Ku70/80 was purified from HeLa cell nuclear extract by affinity chromatography using an anti-Ku80 antibody matrix. A typical purification was performed using 50 ml of HeLa cell nuclear extract (10 mg/ml) prepared as described previously (16) and a 2-ml anti-Ku80 affinity matrix containing 1 mg/ml Ku80 antibody (25) covalently coupled to protein G-agarose beads. Ku70/80 complexes were adsorbed to the antibody beads by tumbling the HeLa cell extract overnight at 4 °C. The column bound Ku70/80 complexes were subsequently washed with HEPES chromatography buffer (50 mM HEPES, pH 7.5, 2 mM EDTA, 0.01% Nonidet P-40, 1 mM dithiothreitol, 20 µg/ml phenylmethylsulfonyl fluoride, 1 µg/ml aprotinin, pepstatin A, and leupeptin) containing 0.5 M KCl to remove weakly bound proteins. Ku70/80 was eluted from the antibody column using a buffer containing 50 mM Tris-HCl, pH 7.9, 50% ethylene glycol, and 1.75 M MgCl2. The affinity purified Ku70/80 was then extensively dialyzed into TM buffer containing 0.1 M KCl prior to use in kinase assays.

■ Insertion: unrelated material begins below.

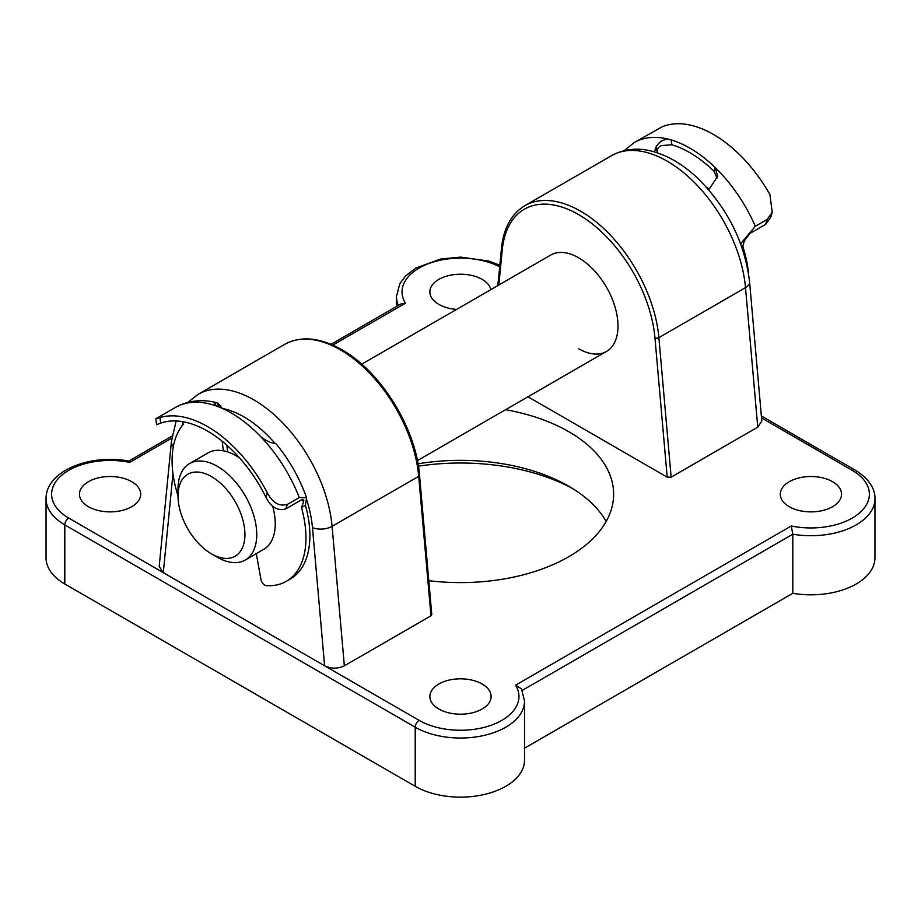 <?xml version="1.0" encoding="UTF-8"?>
<svg xmlns="http://www.w3.org/2000/svg" width="921" height="921" viewBox="0 0 921 921"><rect width="100%" height="100%" fill="white"/><g stroke="black" fill="none" stroke-linecap="round" stroke-linejoin="round"><path stroke-width="1.38" d="M742.971 245.481A47.328 27.331 60 0 1 742.994 246.989L742.994 247.07M185.202 524.003A47.328 27.331 -120 0 0 211.473 553.866A47.328 27.331 -120 0 0 241.59 549.457A47.328 27.331 -120 0 0 237.733 506.435A47.328 27.331 -120 0 0 200.49 472.381A47.328 27.331 -120 0 0 178.006 495.901A47.328 27.331 -120 0 0 185.202 524.003M178.006 495.901L178.006 489.086A55.686 32.143 60 0 1 189.53 463.585A55.686 32.143 60 0 1 248.279 501.473A55.686 32.143 60 0 1 245.216 560.037A55.686 32.143 60 0 1 217.379 557.274L211.473 553.866M245.216 560.037L263.717 549.353A55.686 32.143 -120 0 0 272.639 506.066M709.066 189.185A55.686 32.143 -120 0 0 706.695 187.527M228.143 446.363A55.686 32.143 -120 0 0 226.992 446.259M239.713 458.094A55.686 32.143 -120 0 0 208.042 452.902L189.53 463.585M765.627 224.356L767.112 219.451L772.235 212.36L770.785 217.126L765.627 224.356L749.878 233.45L744.387 240.841L742.74 246.252A94.656 54.65 60 0 1 748.428 272.789M708.721 189.83L717.666 176.337L715.18 167.564A111.36 64.297 -120 0 0 671.098 139.9C665.215 138.369 660.265 140.556 656.259 146.474L654.405 151.907M772.235 212.36L769.921 194.584A111.36 64.297 60 0 0 662.015 126.856L634.166 142.594A111.36 64.297 60 0 1 671.098 139.9L671.893 144.816L661.393 145.541C658.239 146.923 656.857 149.283 657.249 152.61L657.283 152.805M671.893 144.816A105.8 61.085 60 0 1 714.051 171.271L715.18 167.564A111.36 64.297 60 0 1 755.301 226.278L740.622 243.766M716.952 178.11L714.051 171.271M624.231 150.63L634.166 142.594M767.112 219.451L755.301 226.278M742.74 246.252L741.739 246.828M578.618 348.714A55.686 32.143 -120 0 0 606.455 351.477A55.686 32.143 -120 0 0 614.998 306.854A55.686 32.143 -120 0 0 578.618 257.788A55.686 32.143 -120 0 0 550.781 255.025L361.723 364.175M418.019 463.816A153.128 88.404 180 0 1 568.775 486.242L568.775 486.242A153.128 88.404 180 0 1 606.156 521.47M572.574 488.51A164.26 94.84 0 0 0 418.41 466.176M131.738 481.695A30.623 17.683 0 0 0 98.363 477.861A30.623 17.683 0 0 0 79.459 494.197A30.623 17.683 0 0 0 88.428 506.7A30.623 17.683 0 0 0 121.802 510.533A30.623 17.683 0 0 0 140.706 494.197A30.623 17.683 0 0 0 131.738 481.695M482.155 684.004A30.623 17.683 0 0 0 448.78 680.17A30.623 17.683 0 0 0 429.877 696.506A30.623 17.683 0 0 0 438.845 709.009A30.623 17.683 0 0 0 472.22 712.842A30.623 17.683 0 0 0 491.123 696.506A30.623 17.683 0 0 0 482.155 684.004M490.87 289.62A30.623 17.683 0 0 0 482.155 279.385A30.623 17.683 0 0 0 448.78 275.552A30.623 17.683 0 0 0 429.877 291.888A30.623 17.683 0 0 0 438.845 304.39A30.623 17.683 0 0 0 456.563 309.421M832.572 481.695A30.623 17.683 0 0 0 799.198 477.861A30.623 17.683 0 0 0 780.294 494.197A30.623 17.683 0 0 0 789.262 506.7A30.623 17.683 0 0 0 822.637 510.533A30.623 17.683 0 0 0 841.541 494.197A30.623 17.683 0 0 0 832.572 481.695M428.795 580.691A153.128 88.404 0 0 0 613.628 494.197A153.128 88.404 0 0 0 568.775 431.684A153.128 88.404 0 0 0 505.583 409.707M171.813 438.097L129.723 462.4A58.46 33.755 0 0 0 60.671 476.157A58.46 33.755 0 0 0 68.741 518.062L163.293 572.655L159.195 566.473L171.433 441.424A13.919 8.842 5.6 0 0 173.332 446.593M430.97 615.815L418.71 476.318A111.36 64.297 -120 0 0 340.413 349.853A111.36 64.297 -120 0 0 284.727 344.327C301.017 335.624 320.048 337.408 341.806 349.715C380.73 371.267 416.188 428.564 419.527 475.19L431.776 614.595L430.97 615.815L344.35 665.825C337.788 668.888 331.203 668.876 324.606 665.791L419.159 720.372A58.46 33.755 0 0 0 491.756 725.034A58.46 33.755 0 0 0 515.564 685.166L791.277 525.995A58.46 33.755 0 0 0 860.329 512.237A58.46 33.755 0 0 0 852.259 470.332L761.529 417.95M749.59 281.987L761.805 421.058L757.764 427.137L745.503 287.64A111.36 64.297 -120 0 0 667.207 161.175A111.36 64.297 -120 0 0 611.521 155.661C627.65 146.934 642.973 148.718 652.586 151.412C668.565 155.81 683.819 164.963 698.348 178.893C727.832 208.56 744.905 242.925 749.59 281.987A13.919 7.138 175 0 1 745.503 287.64L658.883 337.65L671.144 477.147L757.764 427.137M671.144 477.147L667.195 477.147L654.958 337.903A108.574 62.686 -120 0 0 578.618 214.593A108.574 62.686 -120 0 0 502.279 249.752L498.825 285.026M527.986 396.778L667.195 477.147M852.259 470.332A5.572 3.212 120 0 1 855.045 470.055C870.702 479.404 875.341 490.974 874.95 498.745L874.95 557.85A64.033 36.967 180 0 1 792.808 593.308L792.808 534.203L791.277 525.995M524.533 748.197L792.808 593.308M419.159 720.372A5.572 3.212 120 0 0 415.221 727.199A64.033 36.967 180 0 0 485.01 735.211A64.033 36.967 180 0 0 524.533 701.054L524.533 760.159A64.033 36.967 180 0 1 485.01 794.316A64.033 36.967 180 0 1 415.221 786.304L415.221 727.199L64.804 524.889L64.804 583.983L415.221 786.304M68.741 518.062A5.572 3.212 120 0 0 64.804 524.889A64.033 36.967 180 0 1 46.05 498.745L46.05 557.85A64.033 36.967 0 0 0 64.804 583.983M172.975 473.659L163.293 572.655L324.606 665.791L312.461 527.572A97.442 56.262 -120 0 0 306.762 500.034M499.666 266.825A58.46 33.755 0 0 0 427.989 263.832A58.46 33.755 0 0 0 405.436 303.216L400.923 303.942L330.984 344.316M129.723 462.4L128.825 461.099C90.799 453.708 45.889 470.527 46.05 498.745M524.533 701.054L521.459 688.827L515.564 685.166M182.853 421.703L183.175 424.477A94.656 54.65 -120 0 0 172.48 452.614A94.656 54.65 -120 0 0 178.006 495.82M227.637 451.912L226.877 445.223M223.308 450.783L222.237 441.286M222.318 408.406L217.909 403.133L216.665 402.684L214.202 403.72L217.31 406.357A111.36 64.297 60 0 1 261.184 437.141C266.894 441.217 271.557 443.277 275.149 443.3L276.162 443.957C289.436 460.132 299.567 478.034 306.555 497.662L299.267 497.536A111.36 64.297 -120 0 0 261.184 437.141M267.355 492.919C272.558 502.854 279.259 506.665 287.456 504.363L285.648 508.956C277.451 511.132 270.832 507.126 265.789 496.937L267.355 492.919A111.36 64.297 -120 0 0 159.978 417.57L160.611 423.13L156.57 424.777L159.275 423.602M285.648 508.956L301.397 499.861L303.803 499.942L303.446 502.394A100.228 57.862 -120 0 0 302.456 499.412M160.611 423.13A105.8 61.085 60 0 1 265.789 496.937M256.303 553.625L260.919 579.367A5.572 3.212 -120 0 0 266.365 585.641A94.656 54.65 -120 0 0 286.362 581.289A94.656 54.65 -120 0 0 301.455 507.483L305.392 505.203L306.555 497.662M286.362 581.289L290.299 579.01A94.656 54.65 -120 0 0 305.392 505.203M287.456 504.363L299.267 497.536M301.455 507.483L303.446 502.394M217.31 406.357A111.36 64.297 -120 0 0 175.474 407.416L156.052 418.629L159.978 417.57M657.249 152.61L656.259 146.474M274.872 443.22A97.442 56.262 -120 0 0 243.95 416.902A97.442 56.262 -120 0 0 222.479 408.475M183.118 423.982A97.442 56.262 -120 0 0 181.898 426.055M284.727 344.327L198.107 394.338A111.36 64.297 60 0 1 253.793 399.852A111.36 64.297 60 0 1 332.09 526.328L344.35 665.825M497.835 285.602L501.473 248.348C503.58 228.109 511.385 213.891 524.901 205.671A111.36 64.297 60 0 1 580.587 211.185A111.36 64.297 60 0 1 658.883 337.65A2.786 1.428 175 0 1 654.958 337.903M405.436 303.216L332.849 345.122M874.95 498.745A64.033 36.967 180 0 1 792.808 534.203L522.23 690.416M398.379 305.404A64.033 36.967 180 0 1 396.467 296.435L396.467 306.509M419.527 475.19A2.786 1.428 175 0 1 418.71 476.318L332.09 526.328A13.919 7.138 175 0 1 312.461 527.572M501.473 248.348A2.786 1.773 5.6 0 0 502.279 249.752M217.909 403.133L218.312 406.737M606.455 351.477L417.409 460.615M709.251 188.863L706.442 187.239M198.107 394.338L187.815 402.396M176.141 420.966L171.433 441.424M524.901 205.671L611.521 155.661M499.827 265.236L488.798 261.069L460.627 257.109L440.756 258.985L415.855 268.046L405.643 275.909L399.887 283.564L396.467 296.435M128.733 461.087L172.123 436.036M855.045 470.055L761.356 415.97M175.474 407.416C188.057 400.531 201.791 398.954 216.665 402.684M156.57 424.777L155.879 418.744"/></g></svg>

DNA-PKcs was purified from HeLa cell nuclear extracts as described previously (16) by phosphocellulose P-11, DEAE-Sepharose, heparin-agarose, and Superdex 200 (Pharmacia) column chromatography. Protein concentrations of the DNA-PKcs and Ku70/80 were obtained by Bradford analysis.

Protein Kinase Assays

500 ng of purified recombinant human replication protein A (26) was added to washed DNA-protein complexes assembled on the DNA beads and incubated for 10 min at 25 °C. Protein kinase reactions were initiated by addition of 12.5 µM ATP containing 5 µCi of [gamma -32P]ATP and incubated for 60 min at 30 °C. Kinase reactions were terminated by boiling for 3 min in SDS-PAGE sample buffer, and the phosphorylated proteins were resolved by 10% SDS-PAGE and visualized by autoradiography of the dried gel.


RESULTS

To screen previously uncharacterized DNA double-stranded break repair-deficient cell lines for mutations that affect DNA-PK, we developed an assay to measure the kinase activity of DNA-PK in cell extracts. In this assay, DNA-PK activity is determined by evaluating the phosphorylation of the 32-kDa subunit of recombinant human replication protein A (RPA) (26), which has previously been shown to be a substrate for DNA-PK in vitro (27, 28) and may also be phosphorylated by this enzyme in vivo in response to DNA damage (19). To enrich for DNA-PK from cell extracts, protein kinase reactions are first assembled on a DNA substrate covalently attached to agarose beads. This allows for the removal of weakly bound protein kinases by washing the DNA beads prior to initiating the kinase reactions.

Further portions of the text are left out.